EXERCISE AIM: Of all the lines in the entries below, give again exactly those starting at the line containing "result = result.cut(bolt_hole(side_hole_y, side_hole_z))" and ending at the line containing "across_corners(across_flats)).extrude(front_y - rear_y)", both ends included, and no others.

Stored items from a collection
((
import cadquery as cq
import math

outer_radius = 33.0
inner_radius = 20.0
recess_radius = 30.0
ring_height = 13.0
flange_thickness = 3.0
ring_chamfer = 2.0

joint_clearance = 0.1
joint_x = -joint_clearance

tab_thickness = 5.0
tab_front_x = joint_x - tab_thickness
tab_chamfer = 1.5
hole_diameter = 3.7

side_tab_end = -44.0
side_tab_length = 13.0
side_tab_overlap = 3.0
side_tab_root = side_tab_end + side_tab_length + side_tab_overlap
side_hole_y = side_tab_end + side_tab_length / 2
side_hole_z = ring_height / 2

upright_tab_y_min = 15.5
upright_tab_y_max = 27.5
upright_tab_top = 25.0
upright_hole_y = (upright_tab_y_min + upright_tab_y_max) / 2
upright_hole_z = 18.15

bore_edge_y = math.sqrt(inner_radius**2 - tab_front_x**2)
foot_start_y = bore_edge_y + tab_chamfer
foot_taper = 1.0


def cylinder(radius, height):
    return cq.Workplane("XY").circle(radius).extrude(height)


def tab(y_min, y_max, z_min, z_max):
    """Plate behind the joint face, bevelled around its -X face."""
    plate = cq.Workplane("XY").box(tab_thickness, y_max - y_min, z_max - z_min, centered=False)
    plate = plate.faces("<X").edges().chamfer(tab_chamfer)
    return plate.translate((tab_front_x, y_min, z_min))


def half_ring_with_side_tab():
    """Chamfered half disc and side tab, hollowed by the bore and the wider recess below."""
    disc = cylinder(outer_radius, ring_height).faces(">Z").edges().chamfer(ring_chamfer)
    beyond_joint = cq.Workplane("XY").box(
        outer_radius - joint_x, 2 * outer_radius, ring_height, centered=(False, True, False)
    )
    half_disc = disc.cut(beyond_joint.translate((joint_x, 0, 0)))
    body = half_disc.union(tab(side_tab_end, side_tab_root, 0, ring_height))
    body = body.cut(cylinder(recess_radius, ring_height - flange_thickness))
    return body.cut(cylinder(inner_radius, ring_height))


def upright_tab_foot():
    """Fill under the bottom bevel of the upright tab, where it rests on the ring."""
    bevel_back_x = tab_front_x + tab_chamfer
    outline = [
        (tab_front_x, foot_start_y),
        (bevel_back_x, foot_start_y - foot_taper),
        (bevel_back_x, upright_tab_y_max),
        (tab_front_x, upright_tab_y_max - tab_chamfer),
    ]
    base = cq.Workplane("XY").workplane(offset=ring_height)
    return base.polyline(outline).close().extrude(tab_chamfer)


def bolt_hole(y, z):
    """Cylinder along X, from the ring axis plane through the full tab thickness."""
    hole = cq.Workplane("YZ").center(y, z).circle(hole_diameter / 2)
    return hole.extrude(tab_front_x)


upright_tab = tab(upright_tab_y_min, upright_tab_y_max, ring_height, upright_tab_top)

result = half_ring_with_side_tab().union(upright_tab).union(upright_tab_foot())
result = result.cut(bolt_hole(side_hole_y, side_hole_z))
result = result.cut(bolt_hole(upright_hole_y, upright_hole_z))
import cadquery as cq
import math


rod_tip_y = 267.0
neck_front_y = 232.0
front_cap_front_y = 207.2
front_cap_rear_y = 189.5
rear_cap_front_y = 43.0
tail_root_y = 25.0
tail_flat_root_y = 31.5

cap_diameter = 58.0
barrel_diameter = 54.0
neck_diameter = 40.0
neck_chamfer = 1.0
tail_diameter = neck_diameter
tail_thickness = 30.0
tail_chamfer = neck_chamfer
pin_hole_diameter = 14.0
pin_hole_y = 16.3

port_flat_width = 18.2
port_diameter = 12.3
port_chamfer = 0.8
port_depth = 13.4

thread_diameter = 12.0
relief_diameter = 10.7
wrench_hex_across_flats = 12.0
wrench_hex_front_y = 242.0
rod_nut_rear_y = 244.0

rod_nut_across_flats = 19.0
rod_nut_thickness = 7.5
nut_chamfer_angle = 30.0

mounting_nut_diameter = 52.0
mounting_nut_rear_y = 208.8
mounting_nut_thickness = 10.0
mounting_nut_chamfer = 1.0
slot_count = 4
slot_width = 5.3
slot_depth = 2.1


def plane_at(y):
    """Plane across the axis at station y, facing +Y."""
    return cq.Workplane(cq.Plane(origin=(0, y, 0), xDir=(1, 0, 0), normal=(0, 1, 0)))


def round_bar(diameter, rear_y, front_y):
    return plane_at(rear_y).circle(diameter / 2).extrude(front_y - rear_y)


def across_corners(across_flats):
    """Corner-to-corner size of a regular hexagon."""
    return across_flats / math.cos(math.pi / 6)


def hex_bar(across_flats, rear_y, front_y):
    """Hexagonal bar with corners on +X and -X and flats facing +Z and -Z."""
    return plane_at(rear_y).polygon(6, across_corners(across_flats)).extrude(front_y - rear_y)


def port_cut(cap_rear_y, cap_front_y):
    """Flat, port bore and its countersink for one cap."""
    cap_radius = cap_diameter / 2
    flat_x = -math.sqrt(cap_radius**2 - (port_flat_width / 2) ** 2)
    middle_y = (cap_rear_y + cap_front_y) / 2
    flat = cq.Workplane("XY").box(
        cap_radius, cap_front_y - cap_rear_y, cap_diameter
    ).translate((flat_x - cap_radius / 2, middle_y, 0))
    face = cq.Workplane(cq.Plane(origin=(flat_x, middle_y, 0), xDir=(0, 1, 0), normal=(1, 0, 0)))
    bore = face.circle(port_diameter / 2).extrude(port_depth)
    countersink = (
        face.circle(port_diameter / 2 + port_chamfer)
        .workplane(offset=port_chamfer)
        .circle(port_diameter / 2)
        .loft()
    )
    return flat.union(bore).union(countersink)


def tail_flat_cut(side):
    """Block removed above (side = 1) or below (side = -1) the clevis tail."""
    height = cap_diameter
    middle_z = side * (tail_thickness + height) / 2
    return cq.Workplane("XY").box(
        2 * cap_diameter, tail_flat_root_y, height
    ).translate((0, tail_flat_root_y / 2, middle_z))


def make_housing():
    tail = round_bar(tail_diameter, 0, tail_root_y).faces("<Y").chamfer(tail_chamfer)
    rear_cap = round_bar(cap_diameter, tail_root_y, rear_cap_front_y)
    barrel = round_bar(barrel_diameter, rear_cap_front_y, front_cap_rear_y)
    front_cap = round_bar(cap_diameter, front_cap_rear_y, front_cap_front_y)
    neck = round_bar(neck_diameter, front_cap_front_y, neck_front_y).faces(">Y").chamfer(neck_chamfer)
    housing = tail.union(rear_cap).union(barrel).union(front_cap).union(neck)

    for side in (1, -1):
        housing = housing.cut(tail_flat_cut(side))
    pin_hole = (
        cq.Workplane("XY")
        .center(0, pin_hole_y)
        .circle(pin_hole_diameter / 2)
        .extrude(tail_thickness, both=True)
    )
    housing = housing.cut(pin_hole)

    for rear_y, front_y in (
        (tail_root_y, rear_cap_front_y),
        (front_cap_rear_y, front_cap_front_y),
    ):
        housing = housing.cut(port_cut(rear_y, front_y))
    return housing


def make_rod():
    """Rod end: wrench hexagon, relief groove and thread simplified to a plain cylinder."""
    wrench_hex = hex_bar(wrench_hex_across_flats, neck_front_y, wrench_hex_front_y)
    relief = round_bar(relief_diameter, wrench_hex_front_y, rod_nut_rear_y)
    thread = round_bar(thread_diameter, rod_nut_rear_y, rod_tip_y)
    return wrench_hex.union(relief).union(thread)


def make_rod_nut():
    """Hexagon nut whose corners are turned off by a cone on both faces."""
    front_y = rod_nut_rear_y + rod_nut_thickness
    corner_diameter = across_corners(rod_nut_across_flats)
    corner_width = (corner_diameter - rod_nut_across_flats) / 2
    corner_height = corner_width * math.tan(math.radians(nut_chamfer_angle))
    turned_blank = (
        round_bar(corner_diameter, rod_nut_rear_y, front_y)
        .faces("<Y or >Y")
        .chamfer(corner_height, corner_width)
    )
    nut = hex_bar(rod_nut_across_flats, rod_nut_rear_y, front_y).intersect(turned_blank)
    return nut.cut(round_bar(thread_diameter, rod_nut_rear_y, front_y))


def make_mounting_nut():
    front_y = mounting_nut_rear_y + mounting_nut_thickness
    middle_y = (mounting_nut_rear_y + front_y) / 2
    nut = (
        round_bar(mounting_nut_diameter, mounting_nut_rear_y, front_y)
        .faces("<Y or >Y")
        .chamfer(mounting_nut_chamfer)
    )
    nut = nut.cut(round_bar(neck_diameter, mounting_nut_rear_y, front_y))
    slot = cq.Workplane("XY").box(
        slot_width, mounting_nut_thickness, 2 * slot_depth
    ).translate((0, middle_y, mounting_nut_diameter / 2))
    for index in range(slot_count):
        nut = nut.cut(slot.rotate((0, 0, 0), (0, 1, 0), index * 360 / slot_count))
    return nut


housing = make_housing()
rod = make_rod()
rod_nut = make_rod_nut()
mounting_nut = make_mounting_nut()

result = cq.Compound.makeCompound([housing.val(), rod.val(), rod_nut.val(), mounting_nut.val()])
))
SOLUTION TO THIS TASK:
result = result.cut(bolt_hole(side_hole_y, side_hole_z))
result = result.cut(bolt_hole(upright_hole_y, upright_hole_z))
import cadquery as cq
import math


rod_tip_y = 267.0
neck_front_y = 232.0
front_cap_front_y = 207.2
front_cap_rear_y = 189.5
rear_cap_front_y = 43.0
tail_root_y = 25.0
tail_flat_root_y = 31.5

cap_diameter = 58.0
barrel_diameter = 54.0
neck_diameter = 40.0
neck_chamfer = 1.0
tail_diameter = neck_diameter
tail_thickness = 30.0
tail_chamfer = neck_chamfer
pin_hole_diameter = 14.0
pin_hole_y = 16.3

port_flat_width = 18.2
port_diameter = 12.3
port_chamfer = 0.8
port_depth = 13.4

thread_diameter = 12.0
relief_diameter = 10.7
wrench_hex_across_flats = 12.0
wrench_hex_front_y = 242.0
rod_nut_rear_y = 244.0

rod_nut_across_flats = 19.0
rod_nut_thickness = 7.5
nut_chamfer_angle = 30.0

mounting_nut_diameter = 52.0
mounting_nut_rear_y = 208.8
mounting_nut_thickness = 10.0
mounting_nut_chamfer = 1.0
slot_count = 4
slot_width = 5.3
slot_depth = 2.1


def plane_at(y):
    """Plane across the axis at station y, facing +Y."""
    return cq.Workplane(cq.Plane(origin=(0, y, 0), xDir=(1, 0, 0), normal=(0, 1, 0)))


def round_bar(diameter, rear_y, front_y):
    return plane_at(rear_y).circle(diameter / 2).extrude(front_y - rear_y)


def across_corners(across_flats):
    """Corner-to-corner size of a regular hexagon."""
    return across_flats / math.cos(math.pi / 6)


def hex_bar(across_flats, rear_y, front_y):
    """Hexagonal bar with corners on +X and -X and flats facing +Z and -Z."""
    return plane_at(rear_y).polygon(6, across_corners(across_flats)).extrude(front_y - rear_y)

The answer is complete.